# 1/2 Mile Gravel Steep Drive - Tundra, Tractor, or ???



## Idahoaggie98 (Sep 13, 2011)

1st, I have searched quite a bit and have seemed to finding a concensus when it comes to clearing long gravel driveways. It seems that a truck with a pipe on the plow blade is the preferred method. Followed closely be a tractor with blower implements.

I wanted to get your experienced thoughts for my particular situations.

I am in the process of purchasing a 10acre parcel of land in North Idaho with a 1/2 mile gravel driveway. A 1/4 mile of the driveway is exclusive to the property. I'll have to maintain that driveway. It has grades from flat all the way to 16% with 3 gentle switchbacks. The road has been cleared well and has room to store snow. The house is on top of the hill. Average snowfall is around 70". The record snowfalls occured 2 and 3 years ago with ~140" of snow. The driveway is facing North and West, so ice could be a problem.

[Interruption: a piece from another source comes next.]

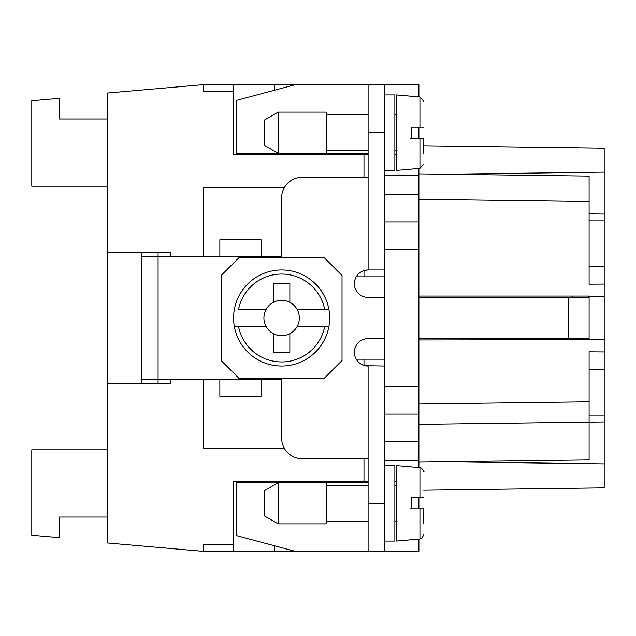 <?xml version="1.0" encoding="UTF-8"?>
<svg xmlns="http://www.w3.org/2000/svg" width="636" height="636" viewBox="0 0 636 636"><rect width="100%" height="100%" fill="white"/><g stroke="black" fill="none" stroke-linecap="round" stroke-linejoin="round"><path stroke-width="0.95" d="M107.293 118.964L59.251 118.964L59.251 98.373L31.8 100.774L31.8 186.221L107.293 186.221M363.983 458.699L363.983 481.349L233.579 481.349L233.579 544.488L203.385 544.488L203.385 551.356L107.293 542.945L107.293 252.802L170.44 252.802L170.44 256.228M141.613 383.198L141.613 256.228L141.613 379.772L219.857 379.772L203.385 379.772L203.385 448.404L284.379 448.404M170.44 379.772L170.44 383.198L107.293 383.198M233.579 544.488L233.579 551.356L203.385 551.356L295.35 551.356L236.33 535.536L236.33 482.716L278.194 482.716L278.194 523.897L326.236 523.897L326.236 482.716L368.101 482.716M141.613 252.802L141.613 256.228L158.086 256.228L158.086 252.802M284.379 187.596L203.385 187.596L203.385 256.228L281.621 256.228L261.038 256.228L261.038 239.756L219.857 239.756L219.857 256.228L158.086 256.228L158.086 383.198M233.579 84.644L233.579 91.512L203.385 91.512L203.385 84.644L368.101 84.644L368.101 269.958L365 270.316L368.101 269.958A13.73 13.73 0 0 0 354.379 283.68A13.73 13.73 0 0 0 368.101 297.41L384.573 297.41M107.293 517.036L59.251 517.036L59.251 537.627L31.8 535.226L31.8 449.779L107.293 449.779M384.573 359.181L356.216 359.181M261.038 379.772L281.621 379.772L261.038 379.772L261.038 396.244L219.857 396.244L219.857 379.772L261.038 379.772M203.385 84.644L107.293 93.055L107.293 252.802M233.579 91.512L233.579 154.651L368.101 154.651M356.216 276.819L384.573 276.819M418.893 539.074L418.893 551.356L368.101 551.356L368.101 366.042L365 365.684L384.573 366.042L384.573 84.644L418.893 84.644L418.893 96.926M418.893 127.2L418.893 138.179M418.893 168.461L418.893 467.54M418.893 497.821L418.893 508.8M589.103 213.847L604.2 214.046L604.2 148.156L423.695 145.795M604.2 214.046L604.2 220.851L589.103 220.851M418.893 404.035L589.103 401.809L589.103 351.811L604.2 351.931L604.2 220.851M604.2 351.931L604.2 369.476L589.103 369.476M418.893 462.126L589.103 459.9L589.103 422.153L604.2 421.954L604.2 369.476M604.2 421.954L604.2 487.844L423.695 490.205M445.105 461.784L604.2 463.867M604.2 415.149L589.103 415.149M418.893 424.379L589.103 422.153L589.103 401.809M604.2 339.616L418.893 339.966M418.893 173.874L589.103 176.1L589.103 201.532L418.893 199.306M604.2 284.069L589.103 284.189L589.103 201.532M418.893 296.034L589.103 296.034L589.103 339.64M604.2 296.384L589.103 296.36M604.2 172.133L445.105 174.216M604.2 266.524L589.103 266.524M363.983 481.349L368.101 481.349M394.869 154.651L396.244 154.651M274.76 154.651L274.76 153.284M274.76 90.161L274.76 84.644M384.573 221.916L418.893 221.916M384.573 414.084L418.893 414.084M394.869 481.349L396.244 481.349L394.869 481.349M274.76 551.356L274.76 545.839M274.76 482.716L274.76 481.349M368.101 458.699L302.211 458.699A20.59 20.59 0 0 1 281.621 438.109L281.621 379.772M384.573 551.356L384.573 366.042M384.573 465.56L394.869 465.56L394.869 541.061L384.573 541.061M409.966 508.8L419.935 508.8L419.935 538.986L396.244 541.061L396.244 465.56L419.935 467.635C419.855 465.894 425.365 472.373 423.695 471.737M423.695 523.897L423.695 508.8L411.341 508.8L411.341 497.821L419.935 497.821L411.341 497.821M423.695 497.821L419.935 497.821L419.935 467.635M368.101 551.356L295.35 551.356M326.236 482.716L278.194 482.716L264.465 490.642L264.465 515.971L278.194 523.897M384.573 338.591L368.101 338.591A13.73 13.73 0 0 0 354.379 352.32A13.73 13.73 0 0 0 368.101 366.042M589.031 339.966L588.682 338.591L418.893 338.591M418.893 297.41L588.682 297.41L589.031 296.034M281.621 256.228L281.621 197.891A20.59 20.59 0 0 1 302.211 177.301L368.101 177.301M342.025 275.444L324.177 257.604L239.072 257.604L221.225 275.444L221.225 360.556L239.072 378.396L324.177 378.396L342.025 360.556L342.025 275.444M281.621 269.958A48.042 48.042 0 0 0 234.294 326.236A48.042 48.042 0 0 0 328.955 326.236L324.773 326.236L328.955 326.236A48.042 48.042 0 0 0 328.955 309.764L297.298 309.764A17.705 17.705 0 0 0 289.857 302.331L289.857 283.68L273.385 283.68L273.385 302.331A17.705 17.705 0 0 0 265.951 309.764L238.476 309.764A43.924 43.924 0 0 1 324.773 309.764L328.955 309.764A48.042 48.042 0 0 0 234.294 309.764M234.294 326.236L238.476 326.236L234.294 326.236A48.042 48.042 0 0 0 281.621 366.042M297.298 326.236L324.773 326.236A43.924 43.924 0 0 1 238.476 326.236L265.951 326.236A17.705 17.705 0 0 0 273.385 333.669L273.385 352.32L289.857 352.32L289.857 333.669A17.705 17.705 0 0 0 297.298 309.764M289.857 333.669A17.705 17.705 0 0 1 273.385 333.669M265.951 326.236A17.705 17.705 0 0 1 265.951 309.764M273.385 302.331A17.705 17.705 0 0 1 289.857 302.331M368.101 153.284L278.194 153.284L264.465 145.358L264.465 120.029L278.194 112.103L278.194 153.284L236.33 153.284L236.33 100.464L295.35 84.644M368.101 84.644L384.573 84.644M278.194 112.103L326.236 112.103L326.236 153.284M368.101 269.958L384.573 269.958M572.631 296.034L572.631 297.41M572.631 338.591L572.631 339.966M384.573 94.939L394.869 94.939L394.869 170.44L384.573 170.44M409.966 138.179L419.935 138.179L419.935 168.365L396.244 170.44L396.244 94.939L419.935 97.014L423.695 101.116L419.935 97.014L419.935 127.2L411.341 127.2L423.695 127.2M423.695 153.284L423.695 138.179L411.341 138.179L411.341 127.2M363.983 154.651L363.983 177.301M363.983 359.181L363.983 365.414M363.983 270.586L363.983 276.819M384.573 175.242L418.893 175.242M384.573 194.457L418.893 194.457M384.573 249.368L418.893 249.368M384.573 386.632L418.893 386.632M384.573 441.543L418.893 441.543M384.573 460.758L418.893 460.758M368.101 503.307L384.573 503.307M568.512 338.591L568.512 297.41M368.101 132.693L384.573 132.693M394.869 521.154L396.244 521.154M419.935 538.986L421.851 538.318L423.695 534.884M326.236 521.154L368.101 521.154M326.236 150.533L368.101 150.533M394.869 150.533L396.244 150.533M419.935 168.365L423.695 164.263M420.603 538.875L421.851 538.318M394.869 114.846L396.244 114.846M394.869 485.467L396.244 485.467M326.236 114.846L368.101 114.846M326.236 485.467L368.101 485.467"/></g></svg>

I own a 2008 Toyota Tundra CrewMax with the 5.7L engine. My first thought is to buy a snow plow for the front and simply push the snow off the road on my way to work in the morning. Second thought is to purchase a tractor with 28 horsepower, loader on front and blade on the back.

Recommendations?


----------



## ry_rock (Jul 21, 2011)

Personally I would put a blade on the tundra OR get a blower for the tractor just my .02
good luck!


----------



## Idahoaggie98 (Sep 13, 2011)

Looks like the blade on the truck is the most cost effective way to go....


----------



## mercer_me (Sep 13, 2008)

Put a plow on the Tundra. The Tundra will treat you good for plowing. A 28HP tractor is to small to plow a 1/2 mile IMO. I use a Tundra to plow with so if you have any questions just ask.


----------



## MtnCowboy (Dec 20, 2009)

I have mountain acreage and a house in the North Cascades with a 1.1 mile gravel access road and an average 96" of snow... last year 130".

I use an ATV/blade and small garden tractor/blower. A neighbor in the next canyon over uses a dozer, front loader and 10-yard gravel truck with highway plow. He's faster but beats up his road - I'm slow but hardly ever lose a piece of gravel.

If it's an either/or choice between a front loader and plow go with the latter since almost all of your snow removal will be done with the plow. If an overnight storm snows you in you can always hire a dozer/front loader with operator. I've handled a 3.5' dump with just the ATV and garden tractor so you'll be fine, especially, as you say, you have room to stack snow off of the road. My road is nominally 12' wide and hugs a steep mountainside: I have to push every snowflake over the road outslope.

As for ice: chains, studs, sand. Also carry strap-on cleats for your shoes.


----------



## Idahoaggie98 (Sep 13, 2011)

Thanks everyone for your recommendations. Very thoughtfull!

Well, I purchased the house and negotiated a 25hp Kubota tractor. I can use this for fine work. I have my eye on a older jeep wrangler for day to day plowing. My thinking is that for less than $5k, I can beat up this older jeep, and take the stress off my nice truck. Plus I'll get the added bonus of having a play vehicle in the summer.


----------



## Stik208 (Oct 19, 2004)

If you're going to spend $5000 on a beater jeep and it's only your driveway why not get a 7'6" V for the Tundra? With the V you would be ok handling deep snow if you get a freak year like 3 yrs ago, throw it in v and go down the middle.


----------



## Dubl0Vert (Sep 10, 2011)

Idahoaggie98;1309134 said:


> Thanks everyone for your recommendations. Very thoughtfull!
> 
> Well, I purchased the house and negotiated a 25hp Kubota tractor. I can use this for fine work. I have my eye on a older jeep wrangler for day to day plowing. My thinking is that for less than $5k, I can beat up this older jeep, and take the stress off my nice truck. Plus I'll get the added bonus of having a play vehicle in the summer.


Beware of the Jeep......it funnels funds from other projects into its rusty quarters. I got an '84 to plow with and once I got it running well my wife started driving it....now its too nice to put a plow on! But its great on the beach in the summer!prsport


----------